事業内容: 中小企業向けクラウドベース財務処理ソフトウェアの提供
設立年:2006年,2019年上場
本社: 米国🇺🇸カリフォルニア州
代表者: Rene Lacerte (CEO)
従業員数:1,931人

概要

中小企業(SMB)のバックオフィス金融業務向けにクラウドベースのソフトウェアを提供する。

Bill.com本社

人工知能(AI)対応の金融ソフトウェアプラットフォームにより、ユーザーは請求書の生成と処理、承認の合理化、支払いの送受信、会計システムとの同期及び現金の管理等を行う。

プラットフォームのダッシュボードを通じてユーザーに現金の流入と流出及び支払期日が到来する請求書を表示する。

プラットフォームは、文書管理と請求書の取り込みを行う。また、自動決済機関(ACH)による支払い、カードによる支払い、小切手、国境を越えた支払い等の各種支払いサービスも提供する。

製品は、買掛金、売掛金及び国際決済のソリューションを提供する。

プロダクト・ビジネスモデル

まずはどの様なプロダクトなのかを見てみましょう。
Bill.comとは、以下の通り①請求書の受取り、②支払いの承認、③支払いの実行、④会計システムとの連携など企業の支払いプロセスの全体をカバーするSaaSソリューションとなっています。

プロダクトの想定ターゲットはSMBやMid-sizeの企業であり、ざっくりではありますが従業員1,000人未満くらいの企業がターゲットとなっている様です。また、顧問会計士/税理士事務所向けのパッケージも用意している様です。

支払側の機能としては以下の通り、請求書のPDFデータから支払金額や期日、支払先などをOCR処理により自動で読み取ったり、支払いの確認・承認処理を行ったり、支払いを実行したり、会計システムの連携を行ったりという機能があります。要はBill.com上で支払関連の業務が全て完結するという事ですね。

逆に請求側の機能は以下の様になっています。自動の請求書送付や支払いのリマインドを顧客に送ったり、お金を受け取ったり、顧客と連絡を取ったり、といった事ができる様です。こちらも同じく、Bill.com上で請求関連の業務が全て完結するといった事になります。

まぁ色々と書きましたが、要はBill.comを導入する事で非常に面倒で手間のかかる請求/支払い関連の業務が全て一元管理できるということですね。
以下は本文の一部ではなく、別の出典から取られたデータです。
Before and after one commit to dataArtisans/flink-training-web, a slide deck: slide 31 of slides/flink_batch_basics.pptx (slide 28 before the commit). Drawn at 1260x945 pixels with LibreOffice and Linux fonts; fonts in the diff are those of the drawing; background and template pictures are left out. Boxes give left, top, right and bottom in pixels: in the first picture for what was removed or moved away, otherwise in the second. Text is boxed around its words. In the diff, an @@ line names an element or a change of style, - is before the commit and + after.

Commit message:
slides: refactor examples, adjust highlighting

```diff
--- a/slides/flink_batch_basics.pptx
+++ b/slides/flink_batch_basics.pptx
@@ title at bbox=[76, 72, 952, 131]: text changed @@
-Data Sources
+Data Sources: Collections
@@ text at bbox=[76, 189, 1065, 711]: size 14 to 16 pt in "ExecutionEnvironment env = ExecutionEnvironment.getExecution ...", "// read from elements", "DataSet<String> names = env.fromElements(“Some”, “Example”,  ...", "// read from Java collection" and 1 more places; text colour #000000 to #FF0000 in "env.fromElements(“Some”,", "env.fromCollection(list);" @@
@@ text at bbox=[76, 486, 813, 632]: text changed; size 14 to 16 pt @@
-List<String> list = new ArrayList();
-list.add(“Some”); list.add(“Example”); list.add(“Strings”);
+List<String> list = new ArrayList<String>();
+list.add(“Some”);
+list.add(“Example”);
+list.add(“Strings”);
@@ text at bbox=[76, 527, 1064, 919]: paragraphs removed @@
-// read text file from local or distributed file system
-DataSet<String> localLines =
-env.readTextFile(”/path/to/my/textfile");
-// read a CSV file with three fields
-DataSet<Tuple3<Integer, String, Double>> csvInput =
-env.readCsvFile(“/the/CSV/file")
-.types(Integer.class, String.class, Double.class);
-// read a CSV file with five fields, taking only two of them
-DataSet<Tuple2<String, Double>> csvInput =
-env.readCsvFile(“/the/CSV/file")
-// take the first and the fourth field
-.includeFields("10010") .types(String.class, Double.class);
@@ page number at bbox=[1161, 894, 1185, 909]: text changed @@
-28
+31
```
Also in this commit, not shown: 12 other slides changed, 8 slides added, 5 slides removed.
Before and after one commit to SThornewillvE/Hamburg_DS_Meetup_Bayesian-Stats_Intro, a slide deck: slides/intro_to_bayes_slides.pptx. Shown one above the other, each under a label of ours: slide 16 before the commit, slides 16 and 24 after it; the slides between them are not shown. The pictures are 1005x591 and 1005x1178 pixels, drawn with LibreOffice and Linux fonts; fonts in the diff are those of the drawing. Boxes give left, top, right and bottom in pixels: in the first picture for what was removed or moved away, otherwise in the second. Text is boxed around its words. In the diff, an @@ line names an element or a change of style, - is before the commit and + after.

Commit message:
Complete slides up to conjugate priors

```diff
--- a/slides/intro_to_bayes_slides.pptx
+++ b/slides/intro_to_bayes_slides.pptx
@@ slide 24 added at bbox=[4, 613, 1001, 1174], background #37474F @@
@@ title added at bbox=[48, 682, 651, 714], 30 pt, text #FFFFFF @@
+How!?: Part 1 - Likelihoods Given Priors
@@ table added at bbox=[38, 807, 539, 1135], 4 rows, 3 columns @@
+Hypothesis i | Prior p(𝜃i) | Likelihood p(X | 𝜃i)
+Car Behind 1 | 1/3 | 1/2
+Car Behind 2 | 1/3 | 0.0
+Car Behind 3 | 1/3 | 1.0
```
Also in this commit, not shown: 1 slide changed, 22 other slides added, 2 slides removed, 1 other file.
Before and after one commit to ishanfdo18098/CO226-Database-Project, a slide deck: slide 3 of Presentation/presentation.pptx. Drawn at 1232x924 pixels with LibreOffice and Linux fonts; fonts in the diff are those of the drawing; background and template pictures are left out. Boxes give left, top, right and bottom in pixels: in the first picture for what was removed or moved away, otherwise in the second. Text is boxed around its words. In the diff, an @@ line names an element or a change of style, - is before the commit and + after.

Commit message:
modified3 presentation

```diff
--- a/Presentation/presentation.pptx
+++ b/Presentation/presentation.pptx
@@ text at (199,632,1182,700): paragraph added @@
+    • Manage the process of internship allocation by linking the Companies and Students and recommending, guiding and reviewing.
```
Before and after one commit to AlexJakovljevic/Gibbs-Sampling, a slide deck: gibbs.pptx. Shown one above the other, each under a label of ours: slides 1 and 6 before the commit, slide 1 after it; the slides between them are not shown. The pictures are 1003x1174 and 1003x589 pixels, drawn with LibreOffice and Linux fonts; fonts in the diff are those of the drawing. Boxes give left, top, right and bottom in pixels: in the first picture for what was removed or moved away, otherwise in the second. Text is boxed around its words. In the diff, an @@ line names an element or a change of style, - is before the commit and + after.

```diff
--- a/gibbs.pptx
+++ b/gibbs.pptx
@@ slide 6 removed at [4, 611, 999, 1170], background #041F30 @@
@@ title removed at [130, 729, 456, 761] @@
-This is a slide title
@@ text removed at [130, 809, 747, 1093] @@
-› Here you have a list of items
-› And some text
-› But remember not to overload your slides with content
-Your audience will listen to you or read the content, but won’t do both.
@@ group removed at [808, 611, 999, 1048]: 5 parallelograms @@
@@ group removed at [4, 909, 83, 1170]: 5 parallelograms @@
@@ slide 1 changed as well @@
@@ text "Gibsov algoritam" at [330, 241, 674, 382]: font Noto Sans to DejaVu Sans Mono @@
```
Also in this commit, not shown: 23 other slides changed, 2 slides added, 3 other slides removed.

プライシングとしては以下の様な構成になっており、最低限の支払い/請求管理機能だけであれば1userで4,000円/月くらい、自動の請求/支払い機能を使おうとすると1userで7,000円くらいになる様です。
更に会計システムとの自動連係を行う様なプランの場合は個別見積りとなっている様です。

経理にとっての便利さという点では会計システムとの連携が出来るかどうかといった所もあると思うのですが、公式に発表されている連携先は以下だけで少々少ないような印象も受けます。(USの会計システム市場は詳しくないですが、さすがにもう少しある気がします…)

直近の業績
まずはざっと概観を把握する為に、IR資料からいくつかKey Slideをピックアップして見てみます。(5月に発表された、20/6期の3Qの決算説明資料からの引用です)

先ず直近12ヵ月(19年4月~20年3月)の間の売上高は147Mドル、150億円強であり、前年同期比の3Qの売上高成長率は63%と非常に高い伸びを見せています。

Non-GAAPの粗利(株式報酬を除いた粗利)は79%弱とまぁSaaSとすると普通くらいの水準ですね。NRRは110%と、既存顧客からの売上は1年で1.1倍になるという事ですが、Land and Expandモデル(最初に一部導入をしてもらい、その後徐々に全社導入まで持っていく営業スタイル)と言っている割にはそこまでこの数字が大きくないなというのが個人的な印象です。

Bill.comの収益源は以下の様に3つに分かれています。

Subscription Revenue
こちらはBill.comのアカウントの契約料ですね。FY19では全体の55%ほどを占めていた様ですが、FY20 Q3(1月~3月)の間では、Subscription Revenueは22.3Mドルだった様です。(Form 10-Qより)
単純に4倍すると89.2Mドルですので、ARR換算では100億円に届くかどうかという水準まで来ていることが分かります。

Transaction Revenue
こちらはBill.comを通じて取引を行った分の手数料収入です。全体の24%ほどとの事で、FY20 Q3では13.8Mドルほどの売上となっています。(Form 10-Qより)
このTransactionごとの収入としては、請求書の送付のタイミング(@$1.49)と支払いのタイミング(@0.49)の2つの様で、FY20 Q3のTransaction数が6M回ですので、6M回×2ドル/回=12Mドル+オプション処理等の追加料金という構成になっていそうです。

Float Revenue
こんな事やっていいんだ、というのがこのFloat Revenueになります。
Bill.comは顧客から支払い用のお金を預金として預かっているのですが、その預金を運用して得た収入がこちらになります。普通の感覚でいくと営業外収益に計上するものの様な気もするのですが、売上計上しており、FY20 Q3で5Mドルほどとなっています。
20年3月末の預金残高は1,355Mドルですので、年換算1.5%ほどの利回りで運用している計算になります。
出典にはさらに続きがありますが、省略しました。